### [Required action]
Go through the material underneath and show every line where the string "Above" occurs.

### [Exercise input]
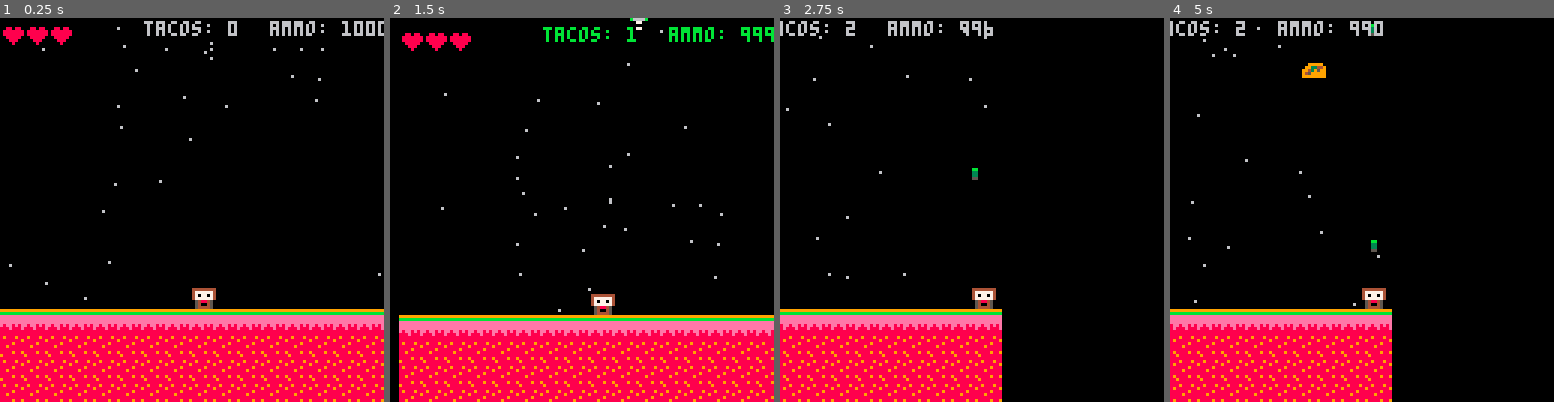
Above: before the commit, frames 1-4 (left to right).
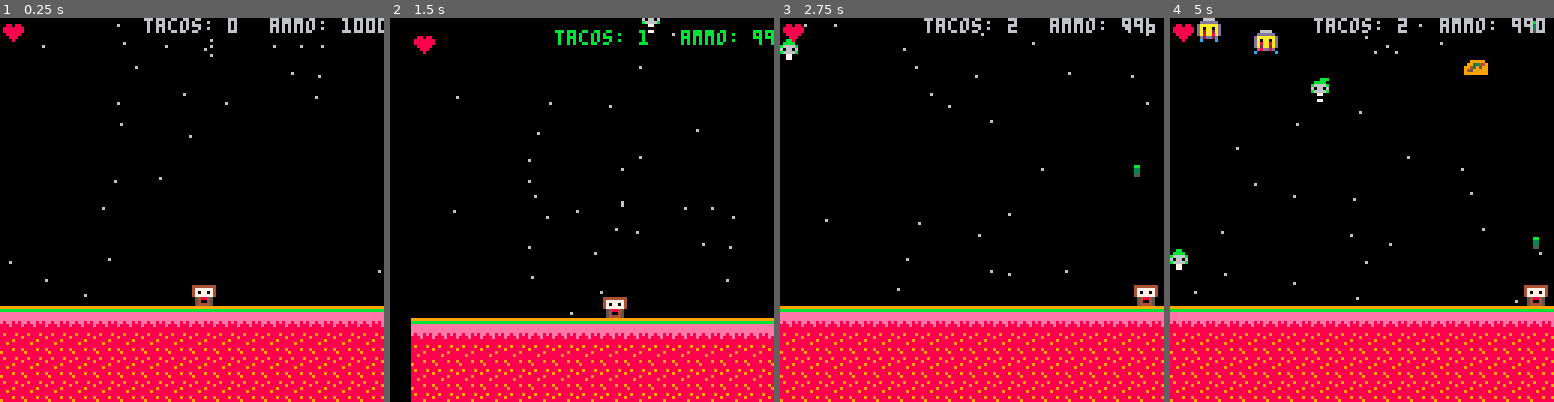
Above: after the commit, the same moments.

Repository: simgish/pico-8
Game: PICO-8 cartridge tacos.p8
The game is run twice, just before and just after one commit, with the same random seed, the same clock (stepped at 60 frames per second) and the same inputs.
Inputs:
- Up to frame 1 (0.25 s): no input
- Up to frame 2 (1.5 s): tap X (X key) at 0.33, 1.07 s; tap O (Z key) at 0.7 s
- Up to frame 3 (2.75 s): hold Right 1.6-2.1 s; tap O (Z key) at 1.7, 2.1, 2.5 s; tap X (X key) at 1.85 s; hold Up 2.15-2.42 s; hold Right from 2.47 s (still down)
- Up to frame 4 (5 s): tap O (Z key) every 0.4 s from 2.9 to 4.9 s; tap X (X key) at 2.97, 4.08 s; release Right at 3.03 s; hold Left 3.08-3.58 s; hold Right 4.02-4.68 s; hold Up from 4.73 s (still down)

The runs differ from the first frame. In frame 1, 9.4% of the frame differs, in the area x 0-100%, y 0-100%; in frame 2, 9.4%; in frame 3, 17%; in frame 4, 19%.

Commit message:
add gameover state

Diff:
--- a/tacos.p8
+++ b/tacos.p8
@@ -8,6 +8,7 @@
 shaketimer = 0
 score = 0
 level = 1
+gameover = false
 
 tacos = {}
 bullets = {}
@@ -21,7 +22,46 @@
 	create_stars()
 end
 
+function reset_game(lvl)
+	lvl = 1
+
+	p = player()
+	t = 0
+	lastshot = 0
+	lasttaco = 0
+	shaking = false
+	shaketimer = 0
+	score = 0
+	level = lvl
+	gameover = false
+
+	tacos = {}
+	bullets = {}
+	enemies = {}
+	enemy_bullets = {}
+	stars = {}
+	explosions = {}
+end
+
 function _update()
+	if (gameover) then
+		gameover_update()
+	else
+		game_update()
+	end
+end
+
+function _draw()
+	cls()
+
+	if (gameover) then
+		gameover_draw()
+	else
+		game_draw()
+	end
+end
+
+function game_update()
 	t = t+1
 	move()
 
@@ -36,6 +76,8 @@
 	if (rnd(300)<5) then
 		spawn_cryer()
 	end
+
+	update_stars()
 
 	foreach(tacos, function(t)
 		t.y = t.y + t.dy
@@ -56,6 +98,7 @@
 			score-=5
 			p.health-=1
 			del(enemy_bullets,b)
+			if (p.health < 1) gameover = true
 		end
 	end)
 
@@ -78,14 +121,6 @@
 		e.update()
 	end)
 
-	foreach(stars, function(s)
-		s.y+=s.dy
-		if (s.y > 104) then
-			s.y=0
-			s.x=rnd(120)+4
-		end
-	end)
-
 	foreach(explosions, function(exp)
 		if exp.lifespan < 1 then
 			del(explosions,exp)
@@ -98,12 +133,8 @@
 	update_shake()
 end
 
-function _draw()
-	cls()
-
-	for s in all(stars) do
-		pset(s.x,s.y,6)
-	end
+function game_draw()
+	draw_stars()
 
 	spr(p.sp, p.x, p.y)
 
@@ -133,6 +164,34 @@
 	draw_health()
 
  map(0,12,0,96,16,4)
+end
+
+function gameover_update()
+	update_stars()
+	if (btn(2)) reset_game(1)
+end
+
+function gameover_draw()
+	draw_stars()
+	print("game over ", 20,30)
+	print("score: "..score,20,50)
+	print("press up to try again", 20,70)
+end
+
+function draw_stars()
+	for s in all(stars) do
+		pset(s.x,s.y,6)
+	end
+end
+
+function update_stars()
+	foreach(stars, function(s)
+		s.y+=s.dy
+		if (s.y > 104) then
+			s.y=0
+			s.x=rnd(120)+4
+		end
+	end)
 end
 
 function draw_score()
@@ -160,7 +219,8 @@
 		dy = 0,
 		sp = 3,
 		hitbox = {x=0,y=0,w=8,h=8},
-		health = 3,
+		health = 1,
+		maxhealth = 1,
 		ammo = 1000
 	}
 
@@ -202,17 +262,20 @@
 end
 
 function update_shake()
-	local amt = 3
+	local amt = 1
 
 	if (shaking and shaketimer > 0) then
-		amt = shaketimer/2
-		local _x = p.x - 64 + rnd(amt)-amt
-		local _y = p.y - 90 + rnd(amt)-amt
+		amt = shaketimer/1
+		-- local _x = p.x - 64 + rnd(amt)-amt
+		-- local _y = p.y - 90 + rnd(amt)-amt
+		local _x = rnd(amt)-amt
+		local _y = rnd(amt)-amt
 
 		camera(_x, _y)
 		shaketimer-=1
 	else
-		camera(p.x - 64, p.y - 90)
+		-- camera(p.x - 64, p.y - 90)
+		camera()
 	end
 end

### [Result for this exercise]
Above: before the commit, frames 1-4 (left to right).
Above: after the commit, the same moments.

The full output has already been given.